In discussions held yesterday between NHIA and the Centers for Medicare & Medicaid Services (CMS), officials indicated the agency fully intends to have the necessary structure in place on January 1, 2017, to implement the Average Sales Price (ASP) reimbursement revisions that were included in the recently enacted 21st Century Cures Act. Citing the strict timeline contained in section 5004(a) of Cures, as it relates to Medicare Part B DME infusion drugs, agency officials stated there was no latitude to push back or otherwise alter the January 1, 2017, mandate.

NHIA initiated the call with CMS to address concerns about beneficiary access and implementation issues regarding the January 1 timeframe. Specifically, the Association emphasized the impact of ASP reimbursement for patients receiving inotropic medications (milrinone) and subcutaneous immunoglobulin therapy (SCIg). While expressing appreciation for the information, Medicare officials said they are required to abide by the implementation deadline imposed by Congress. The CMS representatives requested that NHIA keep the agency informed about beneficiary and provider issues that could result from the move to ASP reimbursement.

Coming out of the CMS discussion, NHIA can report the following details:

  • CMS has shared drug pricing files with the Durable Medical Equipment Medicare Administrative Contractors (DME MACs) to prepare them for immediate implementation. An NHIA analysis comparing the current Medicare Part B Drug AWP-based payments to the ASP-based reimbursement is available on the NHIA website.

    Note: The DME Infusion Limit column has been removed from the drug price files starting Q1 2017. "Effective January 1, 2017, payment for infusion drugs furnished through a covered item of DME will be based on Section 1847A of the Social Security Act, meaning that most of the payments will be based on the Average Sales Price of these drugs. The ASP Drug Pricing Files for 2017 and subsequent years will no longer contain columns for the Infusion AWP or the DME Infusion Limit. Unless otherwise specified, the Payment Limit in column D will be applied to payments for drugs infused through covered DME. Additional information on DME Infusion Drug Pricing is available through the DME MACs."

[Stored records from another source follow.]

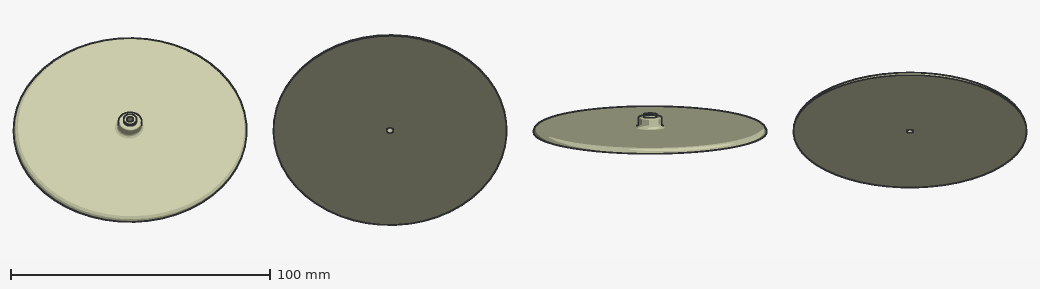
import cadquery as cq
import math

disc_radius = 45.0
disc_thickness = 2.0

hub_radius = 9.0 / 2
hub_top = 6.0
hub_edge_round = 0.5
hub_root_fillet = 1.5
collar_radius = 5.0 / 2
collar_top = 7.0
bore_radius = 2.5 / 2

DIAGONAL = math.sqrt(0.5)


def arc_middle(center, radius, r_sign, z_sign):
    """Midpoint of a quarter arc in the (r, z) half-plane."""
    offset = radius * DIAGONAL
    return (center[0] + r_sign * offset, center[1] + z_sign * offset)


rim_center = (disc_radius - disc_thickness, 0)
root_center = (hub_radius + hub_root_fillet, disc_thickness + hub_root_fillet)
edge_center = (hub_radius - hub_edge_round, hub_top - hub_edge_round)

half_section = (
    cq.Workplane("XZ")
    .moveTo(bore_radius, 0)
    .lineTo(disc_radius, 0)
    .threePointArc(
        arc_middle(rim_center, disc_thickness, 1, 1),
        (rim_center[0], disc_thickness),
    )
    .lineTo(root_center[0], disc_thickness)
    .threePointArc(
        arc_middle(root_center, hub_root_fillet, -1, -1),
        (hub_radius, root_center[1]),
    )
    .lineTo(hub_radius, edge_center[1])
    .threePointArc(
        arc_middle(edge_center, hub_edge_round, 1, 1),
        (edge_center[0], hub_top),
    )
    .lineTo(collar_radius, hub_top)
    .lineTo(collar_radius, collar_top)
    .lineTo(bore_radius, collar_top)
    .close()
)

result = half_section.revolve(360, (0, 0, 0), (0, 1, 0))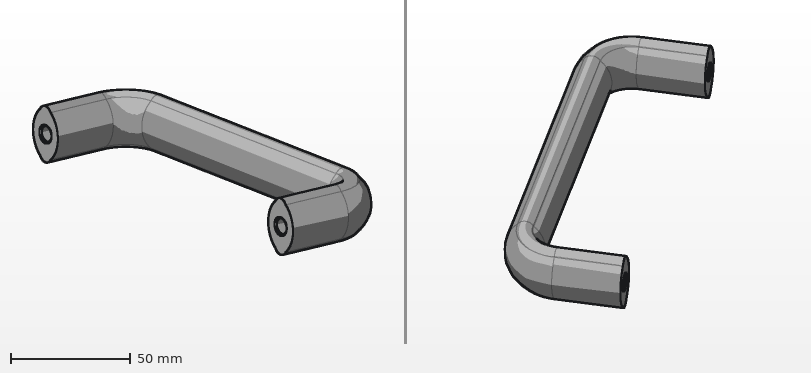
import cadquery as cq
import math

length = 177.0
projection = 55.0
grip_height = 25.0
grip_width = 17.0

seam_x = 3.5
tip_rise = 2.04
seam_z = grip_height / 2 - tip_rise

outer_bend_radius = 25.5
hole_diameter = 6.7
hole_chamfer = 0.7
hole_depth = 17.7
drill_point_angle = 118.0

leg_x = (length - grip_width) / 2
bend_radius = outer_bend_radius - grip_width / 2
foot_y = -projection / 2
bar_y = projection / 2 - grip_width / 2


def lens_section(plane):
    """Closed section of two side arcs and two tip arcs."""
    half_width = grip_width / 2
    half_height = grip_height / 2
    return (
        cq.Workplane(plane)
        .moveTo(seam_x, -seam_z)
        .threePointArc((half_width, 0), (seam_x, seam_z))
        .threePointArc((0, half_height), (-seam_x, seam_z))
        .threePointArc((-half_width, 0), (-seam_x, -seam_z))
        .threePointArc((0, -half_height), (seam_x, -seam_z))
        .close()
    )


def handle_body():
    """U-shaped bar with two straight legs and two rounded bends."""
    bend_offset = bend_radius * math.sqrt(0.5)
    bend_x = leg_x - bend_radius
    bend_y = bar_y - bend_radius
    path = (
        cq.Workplane("XY")
        .moveTo(-leg_x, foot_y)
        .lineTo(-leg_x, bend_y)
        .threePointArc((-bend_x - bend_offset, bend_y + bend_offset), (-bend_x, bar_y))
        .lineTo(bend_x, bar_y)
        .threePointArc((bend_x + bend_offset, bend_y + bend_offset), (leg_x, bend_y))
        .lineTo(leg_x, foot_y)
    )
    foot_plane = cq.Plane(origin=(-leg_x, foot_y, 0), xDir=(1, 0, 0), normal=(0, -1, 0))
    return lens_section(foot_plane).sweep(path)


def mounting_hole(x):
    """Blind drilled hole with a chamfered mouth and conical bottom, entering a foot along +Y."""
    radius = hole_diameter / 2
    point_depth = radius / math.tan(math.radians(drill_point_angle / 2))
    return (
        cq.Workplane("XY")
        .moveTo(x, foot_y)
        .lineTo(x + radius + hole_chamfer, foot_y)
        .lineTo(x + radius, foot_y + hole_chamfer)
        .lineTo(x + radius, foot_y + hole_depth)
        .lineTo(x, foot_y + hole_depth + point_depth)
        .close()
        .revolve(360, (x, foot_y, 0), (x, foot_y + 1.8, 0))
    )


result = handle_body()
for hole_x in (-leg_x, leg_x):
    result = result.cut(mounting_hole(hole_x))

  • Payment limits for valid Healthcare Common Procedure Coding System (HCPCS) codes that are not included in the quarterly ASP pricing files will be determined by the local Medicare contractor. ┬áPer Chapter 17 of the Medicare Claims Processing Manual, the DME MACs will set the price based on Wholesale Acquisition Cost (WAC) or invoice pricing. The following excerpt is taken from Chapter 17:

    The payment allowance limits for drugs and biologicals that are not included in the ASP Medicare Part B Drug Pricing File or Not Otherwise Classified (NOC) Pricing File, other than new drugs that are produced or distributed under a new drug application (or other application) approved by the Food and Drug Administration, are based on the published Wholesale Acquisition Cost (WAC) or invoice pricing, except under OPPS where the payment allowance limit is 95 percent of the published AWP. In determining the payment limit based on WAC, the contractors follow the methodology specified in Publication 100-04, Chapter 17, Drugs and Biologicals, for calculating the AWP, but substitute WAC for AWP. The payment limit is 106 percent of the lesser of the lowest-priced brand or median generic WAC.

    MACs shall develop payment allowance limits for covered drugs when CMS does not supply the payment allowance limit on the ASP drug pricing file. At the contractors' discretion, contractors may contact CMS to obtain payment limits for drugs not included in the quarterly ASP or NOC files or otherwise made available by CMS on the CMS Web site. If the payment limit is available from CMS, contractors will substitute CMS-provided payment limits for pricing based on WAC or invoice pricing. CMS will provide the payment limits either directly to the requesting contractor or via posting an MS Excel file on the CMS Web site.

  • Not otherwise classified (NOC) drugs will also be based on WAC or invoice pricing. See excerpt from Chapter 17 above;

  • NHIA has contacted the DME MACs requesting additional details including:
    • Information on the method they will use to calculate the rates for HCPCS codes that are not included in the ASP file, such as generic forms of milrinone.
    • When the Q1 2017 DME MAC Drug Fee schedule will be available
    • When notification and supplier education regarding the change to ASP pricing will take place.

  • There is no grandfathering provision that would allow payment for existing patients at a rate other than ASP+6%;

  • There is no process to seek additional payment if a provider's drug acquisition cost is greater than the allowed amount;

  • CMS will defer to the DME MACs regarding education of providers on the change in reimbursement; and

  • CMS will not communicate about the modifications directly to Medicare beneficiaries in any extensive manner.

Consistent with CMS' request for updates on beneficiary and provider issues, the home infusion community should use every opportunity to share with Congress and CMS any difficulties that arise with implementation of ASP reimbursement. NHIA is working with stakeholders to develop channels for reporting beneficiary and provider problems. The Association is also engaged in discussions with key lawmakers about concerns with ASP implementation and possible legislative solutions in 2017.